# Sgi and Port st joe HELP



## zebulon (Jul 31, 2011)

Any good grass flats that can be reached by kayak at Sgi and Port st joe.
And what baits should i use.


----------



## Dustin Pate (Jul 31, 2011)

You can put in at the state park as SGI and there are grass flats and good fishing without evening breaking a sweat.


----------



## jonkayak (Jul 31, 2011)

Yep. What he said.


----------



## fairweather (Jul 31, 2011)

I fish the State Park near Port St. Joe in the yak 3 or 4 times a year. Ditto the other replies. Put the yak in the water and start fishing. That bay is covered up in trout and redfish. The picnic area in the park is an easy place to launch.

I like Gulp baits. You can fish a New Penny shrimp under a popping cork. If they don't like that, you can try a Gulp shad on a jig head, retrieved pretty fast through the grass.


----------



## wharfrat (Aug 1, 2011)

Dustin Pate said:


> You can put in at the state park as SGI and there are grass flats and good fishing without evening breaking a sweat.
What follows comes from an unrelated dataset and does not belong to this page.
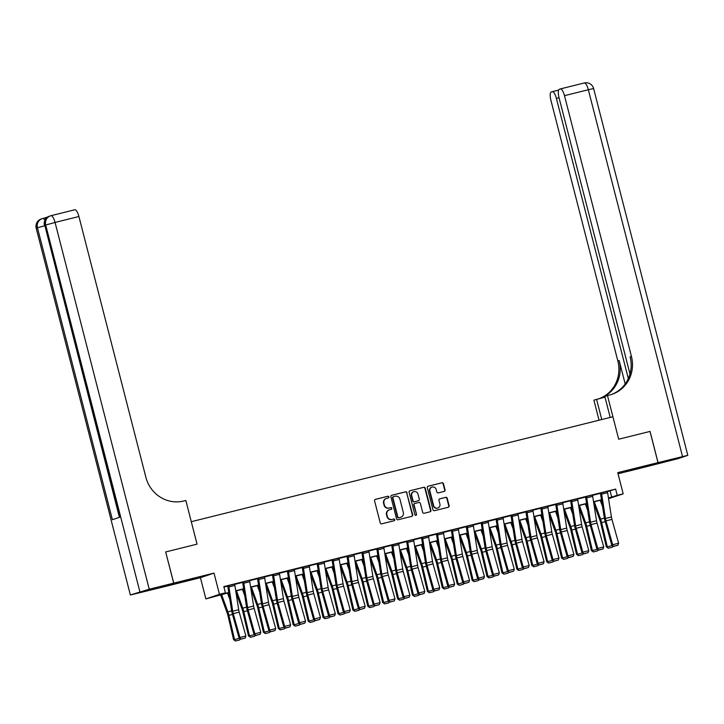 <?xml version="1.0" encoding="UTF-8"?>
<svg xmlns="http://www.w3.org/2000/svg" width="724" height="724" viewBox="0 0 724 724"><rect width="100%" height="100%" fill="white"/><g stroke="black" fill="none" stroke-linecap="round" stroke-linejoin="round"><path stroke-width="1.09" d="M388.906 496.899A0.887 0.842 71.3 0 0 387.865 496.248L375.421 499.343A1.267 1.204 71.3 0 0 374.57 500.854L380.227 522.9A1.267 1.204 71.3 0 0 381.711 523.832L394.155 520.737A0.887 0.842 71.3 0 0 394.752 519.669A0.887 0.842 71.3 0 0 393.711 519.018L392.1 519.425A4.045 3.855 71.3 0 1 387.349 516.438L386.878 514.601A4.045 3.855 71.3 0 1 389.621 509.75L391.232 509.343A0.887 0.842 71.3 0 0 391.829 508.284A0.887 0.842 71.3 0 0 390.788 507.633L389.177 508.031A4.045 3.855 71.3 0 1 384.426 505.044L383.955 503.207A4.045 3.855 71.3 0 1 386.697 498.356L388.308 497.958A0.887 0.842 71.3 0 0 388.906 496.899M388.145 497.994A0.887 0.842 71.3 0 0 387.494 496.365L375.168 499.433M393.992 520.773A0.887 0.842 71.3 0 0 393.349 519.144L392.1 519.425M391.069 509.388A0.887 0.842 71.3 0 0 390.417 507.759L389.177 508.031M638.269 467.876L625.681 471.342L641.22 467.55L645.147 466.346L638.269 467.876M185.625 580.53L173.027 583.996L188.566 580.205L192.493 578.992L185.625 580.53M444.201 491.406A1.267 1.204 71.3 0 0 445.052 489.895L443.468 483.704A1.267 1.204 71.3 0 0 441.984 482.772L428.165 486.211A1.267 1.204 71.3 0 0 427.314 487.732L432.97 509.768A1.267 1.204 71.3 0 0 434.454 510.701L448.274 507.271A1.267 1.204 71.3 0 0 449.124 505.75L447.206 498.284A1.267 1.204 71.3 0 0 445.722 497.352L439.812 498.818A1.267 1.204 71.3 0 0 438.952 500.338L439.902 504.04A3.385 3.222 71.3 0 1 437.857 508.022A3.385 3.222 71.3 0 1 433.64 505.596L429.92 491.089A3.385 3.222 71.3 0 1 431.966 487.107A3.385 3.222 71.3 0 1 436.183 489.524L436.798 491.949A1.267 1.204 71.3 0 0 438.282 492.881L444.201 491.406M607.4 491.632L615.626 489.089L617.228 495.325L623.192 493.84L608.549 498.7M649.998 431.432L618.685 439.215L649.998 431.423L658.007 462.618L617.744 472.636L623.192 493.84M610.205 417.44L604.812 396.453L607.472 395.557L618.685 439.215L612.92 416.762L191.281 521.696L197.055 544.149L185.842 500.483L183.688 501.017A32.209 30.716 -108.7 0 1 145.868 477.252L78.916 216.512L55.06 222.449L149.234 589.227L173.688 583.146L160.113 587.743L130.374 595.001L36.2 228.223L130.374 595.001M165.742 551.941L197.055 544.149L165.678 551.96L173.751 583.128L160.167 587.725L200.421 577.707L205.869 598.911L219.453 594.323L225.417 592.838L219.906 594.703L228.766 592.494M200.421 577.707L214.005 573.109L173.751 583.128M214.005 573.109L219.453 594.323M615.626 489.089L223.816 586.603L225.417 592.838M407.06 492.773A1.267 1.204 71.3 0 0 405.576 491.84L391.756 495.27A1.267 1.204 71.3 0 0 390.897 496.791L396.562 518.837A1.267 1.204 71.3 0 0 398.046 519.769L411.856 516.33A1.267 1.204 71.3 0 0 412.716 514.809L406.689 492.89A1.267 1.204 71.3 0 0 405.205 491.958L391.503 495.37M409.965 490.745L423.775 487.306A1.267 1.204 71.3 0 1 425.26 488.238L430.925 510.284A1.267 1.204 71.3 0 1 430.065 511.796L424.155 513.271A1.267 1.204 71.3 0 1 422.671 512.339L420.373 503.397A1.267 1.204 71.3 0 0 418.888 502.465L414.97 503.442A1.267 1.204 71.3 0 0 414.11 504.954L416.499 514.257A0.887 0.842 71.3 0 1 415.965 515.307A0.887 0.842 71.3 0 1 414.861 514.674L409.105 492.257A1.267 1.204 71.3 0 1 409.965 490.745L409.784 490.809M618.043 473.777L644.423 467.206L658.007 462.618M223.933 587.064L227.761 586.105M234.667 584.386L242.676 582.395M249.581 580.675L257.581 578.684M264.486 576.965L272.496 574.974M279.401 573.254L287.401 571.263M294.306 569.544L302.315 567.553M309.22 565.833L317.221 563.842M324.126 562.123L332.135 560.132M339.031 558.412L347.04 556.421M353.946 554.702L361.946 552.711M368.851 550.991L376.86 549M383.765 547.281L391.765 545.29M398.671 543.57L406.68 541.579M413.585 539.86L421.585 537.869M428.49 536.149L436.5 534.158M443.405 532.439L451.405 530.448M458.31 528.728L466.31 526.737M473.215 525.018L481.225 523.027M488.13 521.316L496.13 519.316M503.035 517.606L511.044 515.606M517.95 513.895L525.95 511.895M532.855 510.185L540.864 508.185M547.769 506.474L555.77 504.474M562.675 502.764L570.684 500.764M577.58 499.053L585.589 497.053M592.494 495.343L600.495 493.343M234.603 584.123L227.698 585.816M249.518 580.413L242.603 582.105M264.423 576.702L257.518 578.395M279.328 572.992L272.423 574.684M294.243 569.281L287.338 570.974M309.148 565.571L302.243 567.263M324.062 561.86L317.157 563.553M338.968 558.15L332.063 559.842M353.882 554.439L346.977 556.132M368.788 550.729L361.882 552.421M383.702 547.018L376.788 548.711M398.607 543.308L391.702 545M413.513 539.597L406.607 541.29M428.427 535.887L421.522 537.579M443.332 532.176L436.427 533.869M458.247 528.466L451.342 530.158M473.152 524.755L466.247 526.448M488.066 521.045L481.152 522.737M502.972 517.334L496.067 519.027M517.877 513.624L510.972 515.316M532.792 509.913L525.886 511.606M547.697 506.203L540.792 507.895M562.611 502.492L555.706 504.185M577.517 498.782L570.612 500.474M592.431 495.071L585.526 496.764M607.336 491.361L600.431 493.053M228.802 592.712L205.869 598.911M608.441 498.003L617.228 495.325M235.707 590.766L243.68 588.784M250.622 587.055L258.586 585.073M265.527 583.345L273.5 581.363M280.441 579.634L288.405 577.652M295.347 575.924L303.32 573.942M310.261 572.213L318.225 570.231M325.167 568.503L333.14 566.521M340.072 564.792L348.045 562.81M354.986 561.082L362.95 559.1M369.892 557.371L377.865 555.389M384.806 553.661L392.77 551.679M399.711 549.95L407.684 547.968M414.626 546.24L422.59 544.258M429.531 542.529L437.504 540.547M444.446 538.819L452.409 536.837M459.351 535.108L467.324 533.126M474.256 531.398L482.229 529.416M489.171 527.687L497.135 525.705M504.076 523.977L512.049 521.995M518.99 520.266L526.954 518.284M533.896 516.556L541.869 514.574M548.81 512.845L556.774 510.863M563.715 509.135L571.689 507.153M578.63 505.424L586.594 503.442M593.535 501.714L601.499 499.732M608.486 498.284L609.156 498.058L608.477 498.23M601.535 499.958L593.571 501.94M586.63 503.669L578.657 505.651M571.716 507.379L563.752 509.361M556.81 511.09L548.837 513.072M541.905 514.8L533.932 516.782M526.991 518.511L519.027 520.493M512.085 522.212L504.112 524.203M497.171 525.923L489.207 527.914M482.265 529.633L474.292 531.624M467.351 533.344L459.387 535.335M452.446 537.054L444.473 539.045M437.531 540.765L429.567 542.756M422.626 544.475L414.662 546.466M407.721 548.186L399.748 550.177M392.806 551.896L384.842 553.887M377.901 555.607L369.928 557.598M362.986 559.317L355.022 561.308M348.081 563.028L340.108 565.019M333.167 566.738L325.203 568.729M318.261 570.449L310.288 572.44M303.347 574.159L295.383 576.15M288.442 577.87L280.478 579.861M273.536 581.58L265.563 583.571M258.622 585.291L250.658 587.273M243.717 589.001L235.743 590.983M610.124 490.953L611.726 497.189M386.218 498.51A4.045 3.855 71.3 0 0 383.584 503.334L383.955 503.207M388.815 508.158A4.045 3.855 71.3 0 1 384.055 505.171L383.584 503.334M389.15 509.895A4.045 3.855 71.3 0 0 386.507 514.719L386.878 514.601M391.738 519.542A4.045 3.855 71.3 0 1 386.987 516.556L386.507 514.719M411.748 516.357A1.267 1.204 71.3 0 0 412.345 514.936L406.689 492.89M393.485 496.673A0.887 0.842 71.3 0 0 392.888 497.732L397.856 517.081A0.887 0.842 71.3 0 0 398.897 517.732L400.589 517.307A4.045 3.855 71.3 0 0 403.331 512.456L399.938 499.234A4.045 3.855 71.3 0 0 395.186 496.248L393.485 496.673M393.358 496.709L393.114 496.791A0.887 0.842 71.3 0 0 392.517 497.85L392.888 497.732M400.698 517.28A4.045 3.855 71.3 0 1 400.227 517.434L398.526 517.859A0.887 0.842 71.3 0 1 397.485 517.198L392.517 497.85M409.712 490.836L423.775 487.306M429.947 511.823A1.267 1.204 71.3 0 0 430.554 510.402L424.898 488.365A1.267 1.204 71.3 0 0 423.413 487.433M414.789 503.497L414.599 503.56A1.267 1.204 71.3 0 0 413.739 505.081L416.499 514.257M415.775 515.343A0.887 0.842 71.3 0 0 416.128 514.384M417.992 494.121A3.385 3.222 71.3 0 0 413.775 491.696A3.385 3.222 71.3 0 0 411.73 495.678L413.042 500.791A1.267 1.204 71.3 0 0 414.526 501.723L418.445 500.746A1.267 1.204 71.3 0 0 419.305 499.234L417.992 494.121M413.594 491.759A3.385 3.222 71.3 0 0 411.359 495.804L411.73 495.678M418.264 500.809A1.267 1.204 71.3 0 1 418.083 500.872L414.155 501.85A1.267 1.204 71.3 0 1 412.671 500.918L411.359 495.804M431.785 487.171A3.385 3.222 71.3 0 0 429.549 491.207L429.92 491.089M437.676 508.076A3.385 3.222 71.3 0 1 433.278 505.723L429.549 491.207M448.156 507.298A1.267 1.204 71.3 0 0 448.762 505.877L446.844 498.402A1.267 1.204 71.3 0 0 445.36 497.469L439.558 498.917M444.084 491.433A1.267 1.204 71.3 0 0 444.69 490.012L443.097 483.831A1.267 1.204 71.3 0 0 441.613 482.899L427.911 486.311M220.567 594.766L227.227 613.101A6.444 1.928 76 0 1 227.915 615.436L233.581 639.645L234.549 639.554L228.893 615.355A9.665 2.896 -104 0 0 227.852 611.852L221.562 594.522M229.87 599.481L227.526 593.037M240.178 638.867L239.707 639.953L235.535 640.993L233.581 639.645M235.535 640.993L234.549 639.554L239.472 638.333M234.875 585.435L228.911 586.92A4.507 1.348 76 0 0 228.63 585.553L234.594 584.069A4.507 1.348 76 0 1 234.875 585.435L238.694 609.762A6.444 1.928 -104 0 0 239.21 612.151L245.898 636.007L239.934 637.491L240.676 639.247L245.192 637.998L241.02 639.039M228.911 586.92L232.73 611.246A6.444 1.928 -104 0 0 233.246 613.635L239.934 637.491L239.074 638.025L232.395 614.169A9.665 2.896 76 0 1 231.608 610.576L227.707 585.87M239.074 638.025L240.676 639.247M245.192 637.998L245.898 636.007M235.97 592.404L242.142 609.391A6.444 1.928 76 0 1 242.83 611.726L248.486 635.934L249.463 635.844L243.798 611.644A9.665 2.896 -104 0 0 242.766 608.142L236.467 590.811M244.775 595.771L242.431 589.327M255.083 635.156L254.622 636.242L250.441 637.283L248.486 635.934M250.441 637.283L249.463 635.844L254.386 634.622M250.875 588.693L257.047 605.68A6.444 1.928 76 0 1 257.735 608.015L263.4 632.224L264.369 632.133L258.712 607.934A9.665 2.896 -104 0 0 257.672 604.431L251.382 587.101M259.69 592.06L257.346 585.616M269.989 631.446L269.527 632.532L265.355 633.572L263.4 632.224M265.355 633.572L264.369 632.133L269.292 630.912M265.789 584.983L271.952 601.97A6.444 1.928 76 0 1 272.649 604.305L278.306 628.513L279.283 628.423L273.618 604.223A9.665 2.896 -104 0 0 272.586 600.721L266.287 583.39M274.595 588.35L272.251 581.906M284.903 627.735L284.432 628.821L280.26 629.862L278.306 628.513M280.26 629.862L279.283 628.423L284.206 627.201M249.78 581.725L243.816 583.209A4.507 1.348 76 0 0 243.536 581.843L249.499 580.358A4.507 1.348 76 0 1 249.78 581.725L253.599 606.051A6.444 1.928 -104 0 0 254.124 608.441L260.803 632.296L254.839 633.781L255.581 635.536L260.106 634.287L255.925 635.328M243.816 583.209L247.635 607.536A6.444 1.928 -104 0 0 248.16 609.925L254.839 633.781L253.979 634.314L247.3 610.459A9.665 2.896 76 0 1 246.513 606.866L242.621 582.159M253.979 634.314L255.581 635.536M260.106 634.287L260.803 632.296M264.694 578.014L258.73 579.499A4.507 1.348 76 0 0 258.45 578.132L264.414 576.648A4.507 1.348 76 0 1 264.694 578.014L268.514 602.341A6.444 1.928 -104 0 0 269.029 604.73L275.717 628.586L269.753 630.07L270.495 631.826L275.011 630.577L270.839 631.618M258.73 579.499L262.55 603.825A6.444 1.928 -104 0 0 263.065 606.214L269.753 630.07L268.894 630.604L262.215 606.748A9.665 2.896 76 0 1 261.427 603.155L257.527 578.449M268.894 630.604L270.495 631.826M275.011 630.577L275.717 628.586M279.6 574.304L273.636 575.788A4.507 1.348 76 0 0 273.355 574.422L279.319 572.937A4.507 1.348 76 0 1 279.6 574.304L283.419 598.63A6.444 1.928 -104 0 0 283.944 601.02L290.623 624.875L284.659 626.36L285.401 628.115L289.917 626.866L285.745 627.907M273.636 575.788L277.455 600.115A6.444 1.928 -104 0 0 277.98 602.504L284.659 626.36L283.799 626.894L277.12 603.038A9.665 2.896 76 0 1 276.333 599.445L272.441 574.738M283.799 626.894L285.401 628.115M289.917 626.866L290.623 624.875M280.695 581.272L286.867 598.259A6.444 1.928 76 0 1 287.555 600.594L293.211 624.803L294.188 624.712L288.532 600.513A9.665 2.896 -104 0 0 287.491 597.01L281.202 579.68M289.5 584.639L287.166 578.195M299.808 624.025L299.347 625.111L295.175 626.151L293.211 624.803M295.175 626.151L294.188 624.712L299.112 623.491M294.514 570.593L288.55 572.078A4.507 1.348 76 0 0 288.27 570.711L294.234 569.227A4.507 1.348 76 0 1 294.514 570.593L298.324 594.92A6.444 1.928 -104 0 0 298.849 597.309L305.528 621.165L299.573 622.649L300.315 624.405L304.831 623.156L300.659 624.197M288.55 572.078L292.36 596.404A6.444 1.928 -104 0 0 292.885 598.793L299.573 622.649L298.713 623.183L292.034 599.327A9.665 2.896 76 0 1 291.247 595.734L287.347 571.028M298.713 623.183L300.315 624.405M304.831 623.156L305.528 621.165M47.974 216.874L44.499 218.051A7.729 2.317 76 0 1 44.526 218.042A7.729 2.317 76 0 1 45.865 218.729M149.234 589.227L130.7 594.856M44.553 225.816L37.449 227.77A7.729 7.376 -108.7 0 1 42.128 218.666L41.214 218.974A7.729 7.376 71.3 0 0 36.535 228.078L37.449 227.77L112.401 519.696L119.741 517.217L44.788 225.282L55.06 222.449A7.729 2.317 -104 0 0 50.997 215.689A7.729 2.317 -104 0 0 50.942 215.707A7.729 7.376 -108.7 0 0 50.381 215.87L49.467 216.177A7.729 7.376 71.3 0 0 44.788 225.282L119.406 517.325M173.688 583.146L165.678 551.96M51.051 215.68L74.798 209.77A7.729 2.317 76 0 1 74.853 209.752A7.729 2.317 76 0 1 78.916 216.512M607.472 395.557L609.626 395.023A32.209 30.716 71.3 0 0 611.934 394.345A32.209 30.716 71.3 0 0 631.437 356.407L564.485 95.668A7.729 2.317 -104 0 0 560.421 88.916A7.729 2.317 -104 0 0 560.358 88.934L559.281 89.296A7.729 2.317 -104 0 0 559 97.523L629.98 373.973M599.047 420.219L593.897 400.146L604.993 397.15M658.062 462.6L644.487 467.197L678.298 458.582L687.8 455.342L658.062 462.6L650.052 431.413M601.771 419.54L596.558 399.25M628.323 378.552L556.394 98.41A7.729 2.317 -104 0 0 552.322 91.649A7.729 2.317 -104 0 0 552.267 91.667L551.19 92.038A7.729 2.317 -104 0 0 550.91 100.265L617.853 361.005A32.209 30.716 71.3 0 1 599.553 398.499M599.87 398.426A32.209 30.716 71.3 0 0 619.174 360.561L625.192 383.973M611.273 394.553A32.209 30.716 71.3 0 0 630.115 356.86L631.437 356.407M295.609 577.562L301.772 594.549A6.444 1.928 76 0 1 302.469 596.884L308.125 621.092L309.094 621.002L303.437 596.802A9.665 2.896 -104 0 0 302.406 593.3L296.107 575.969M304.415 580.929L302.071 574.485M314.723 620.314L314.252 621.4L310.08 622.441L308.125 621.092M310.08 622.441L309.094 621.002L314.017 619.78M309.419 566.883L303.456 568.367A4.507 1.348 76 0 0 303.175 567.001L309.139 565.516A4.507 1.348 76 0 1 309.419 566.883L313.239 591.209A6.444 1.928 -104 0 0 313.764 593.599L320.442 617.454L314.478 618.939L315.221 620.694L319.737 619.445L315.564 620.486M303.456 568.367L307.275 592.694A6.444 1.928 -104 0 0 307.8 595.083L314.478 618.939L313.619 619.472L306.94 595.617A9.665 2.896 76 0 1 306.152 592.024L302.261 567.317M313.619 619.472L315.221 620.694M319.737 619.445L320.442 617.454M310.515 573.851L316.687 590.838A6.444 1.928 76 0 1 317.374 593.173L323.031 617.382L324.008 617.291L318.352 593.092A9.665 2.896 -104 0 0 317.311 589.589L311.012 572.259M319.32 577.218L316.976 570.774M329.628 616.604L329.167 617.69L324.995 618.73L323.031 617.382M324.995 618.73L324.008 617.291L328.931 616.07M324.334 563.172L318.37 564.657A4.507 1.348 76 0 0 318.08 563.29L324.044 561.806A4.507 1.348 76 0 1 324.334 563.172L328.144 587.499A6.444 1.928 -104 0 0 328.669 589.888L335.348 613.744L329.384 615.228L330.135 616.984L334.651 615.735L330.479 616.776M318.37 564.657L322.18 588.983A6.444 1.928 -104 0 0 322.705 591.372L329.384 615.228L328.533 615.762L321.845 591.906A9.665 2.896 76 0 1 321.067 588.313L317.166 563.607M328.533 615.762L330.135 616.984M334.651 615.735L335.348 613.744M325.42 570.141L331.592 587.128A6.444 1.928 76 0 1 332.289 589.463L337.945 613.671L338.913 613.581L333.257 589.381A9.665 2.896 -104 0 0 332.226 585.879L325.927 568.548M334.235 573.508L331.891 567.064M344.543 612.893L344.072 613.979L339.9 615.02L337.945 613.671M339.9 615.02L338.913 613.581L343.837 612.359M339.239 559.462L333.275 560.946A4.507 1.348 76 0 0 332.995 559.58L338.959 558.095A4.507 1.348 76 0 1 339.239 559.462L343.058 583.788A6.444 1.928 -104 0 0 343.583 586.178L350.262 610.033L344.298 611.518L345.04 613.273L349.556 612.024L345.384 613.065M333.275 560.946L337.094 585.273A6.444 1.928 -104 0 0 337.619 587.662L344.298 611.518L343.438 612.052L336.76 588.196A9.665 2.896 76 0 1 335.972 584.603L332.072 559.896M343.438 612.052L345.04 613.273M349.556 612.024L350.262 610.033M340.334 566.43L346.506 583.417A6.444 1.928 76 0 1 347.194 585.752L352.85 609.961L353.828 609.87L348.163 585.671A9.665 2.896 -104 0 0 347.131 582.168L340.832 564.838M349.14 569.797L346.796 563.353M359.448 609.183L358.986 610.269L354.805 611.309L352.85 609.961M354.805 611.309L353.828 609.87L358.751 608.649M354.145 555.751L348.181 557.236A4.507 1.348 76 0 0 347.9 555.869L353.864 554.385A4.507 1.348 76 0 1 354.145 555.751L357.964 580.078A6.444 1.928 -104 0 0 358.489 582.467L365.168 606.323L359.204 607.807L359.946 609.563L364.471 608.314L360.29 609.355M348.181 557.236L352 581.562A6.444 1.928 -104 0 0 352.525 583.951L359.204 607.807L358.353 608.341L351.665 584.485A9.665 2.896 76 0 1 350.887 580.901L346.986 556.186M358.353 608.341L359.946 609.563M364.471 608.314L365.168 606.323M355.24 562.72L361.412 579.707A6.444 1.928 76 0 1 362.1 582.042L367.765 606.25L368.733 606.16L363.077 581.96A9.665 2.896 -104 0 0 362.036 578.458L355.746 561.127M364.054 566.087L361.71 559.643M374.362 605.472L373.892 606.558L369.72 607.599L367.765 606.25M369.72 607.599L368.733 606.16L373.656 604.938M369.059 552.041L363.095 553.525A4.507 1.348 76 0 0 362.815 552.159L368.778 550.674A4.507 1.348 76 0 1 369.059 552.041L372.878 576.367A6.444 1.928 -104 0 0 373.394 578.757L380.082 602.612L374.118 604.097L374.86 605.852L379.376 604.603L375.204 605.644M363.095 553.525L366.914 577.852A6.444 1.928 -104 0 0 367.43 580.241L374.118 604.097L373.258 604.63L366.579 580.775A9.665 2.896 76 0 1 365.792 577.191L361.891 552.475M373.258 604.63L374.86 605.852M379.376 604.603L380.082 602.612M370.154 559.009L376.326 575.996A6.444 1.928 76 0 1 377.014 578.331L382.67 602.54L383.648 602.449L377.982 578.25A9.665 2.896 -104 0 0 376.951 574.747L370.652 557.417M378.96 562.376L376.616 555.932M389.268 601.762L388.806 602.848L384.625 603.888L382.67 602.54M384.625 603.888L383.648 602.449L388.571 601.228M383.964 548.33L378 549.815A4.507 1.348 76 0 0 377.72 548.448L383.684 546.964A4.507 1.348 76 0 1 383.964 548.33L387.783 572.657A6.444 1.928 -104 0 0 388.308 575.046L394.987 598.902L389.023 600.386L389.765 602.142L394.29 600.893L390.109 601.934M378 549.815L381.82 574.141A6.444 1.928 -104 0 0 382.344 576.53L389.023 600.386L388.164 600.92L381.485 577.064A9.665 2.896 76 0 1 380.697 573.48L376.806 548.765M388.164 600.92L389.765 602.142M394.29 600.893L394.987 598.902M385.059 555.299L391.232 572.286A6.444 1.928 76 0 1 391.919 574.621L397.585 598.829L398.553 598.739L392.897 574.539A9.665 2.896 -104 0 0 391.856 571.037L385.566 553.706M393.865 558.666L391.53 552.222M404.173 598.051L403.711 599.137L399.539 600.178L397.585 598.829M399.539 600.178L398.553 598.739L403.476 597.517M398.879 544.62L392.915 546.104A4.507 1.348 76 0 0 392.634 544.738L398.598 543.253A4.507 1.348 76 0 1 398.879 544.62L402.689 568.946A6.444 1.928 -104 0 0 403.214 571.336L409.902 595.191L403.938 596.676L404.68 598.431L409.196 597.182L405.024 598.223M392.915 546.104L396.734 570.431A6.444 1.928 -104 0 0 397.25 572.82L403.938 596.676L403.078 597.21L396.399 573.354A9.665 2.896 76 0 1 395.612 569.77L391.711 545.054M403.078 597.21L404.68 598.431M409.196 597.182L409.902 595.191M399.974 551.588L406.137 568.575A6.444 1.928 76 0 1 406.834 570.91L412.49 595.119L413.458 595.028L407.802 570.829A9.665 2.896 -104 0 0 406.77 567.326L400.472 549.996M408.779 554.955L406.436 548.511M419.087 594.341L418.617 595.427L414.445 596.467L412.49 595.119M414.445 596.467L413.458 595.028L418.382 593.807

x2. paddle out to 4ft and  start chunking and winding!


----------



## DEERFU (Aug 1, 2011)

When are you goin' Zeb? My son and I are headed to SGI Wednesday mornin' with our yaks and bait buckets. We'll also be goin' over to Port St.Joe for a little scalloping before we head home. Are you going to be stayin' at the skeeter fest.....uh, I mean state park? Looks like we're gonna fire up the thermacells and tough it out again.


----------



## CJ Warren (Aug 6, 2011)

go to sgi take a right and go to 12 street. its the last one before the plantation. there are some big grass flats out there.


----------



## Phil4whl (Aug 8, 2011)

CJ Warren said:


> go to sgi take a right and go to 12 street. its the last one before the plantation. there are some big grass flats out there.



Thread came just intime for me, headed down there for the week next week.  Is there places along 12th st to 8th st to park and put in a kayak? Ill be staying in a house on 8th so it would be perfect if there was.


----------



## DEERFU (Aug 9, 2011)

Phil4whl said:


> Thread came just intime for me, headed down there for the week next week.  Is there places along 12th st to 8th st to park and put in a kayak? Ill be staying in a house on 8th so it would be perfect if there was.



You can drive down to the state park if not. The fishing is great there also.


----------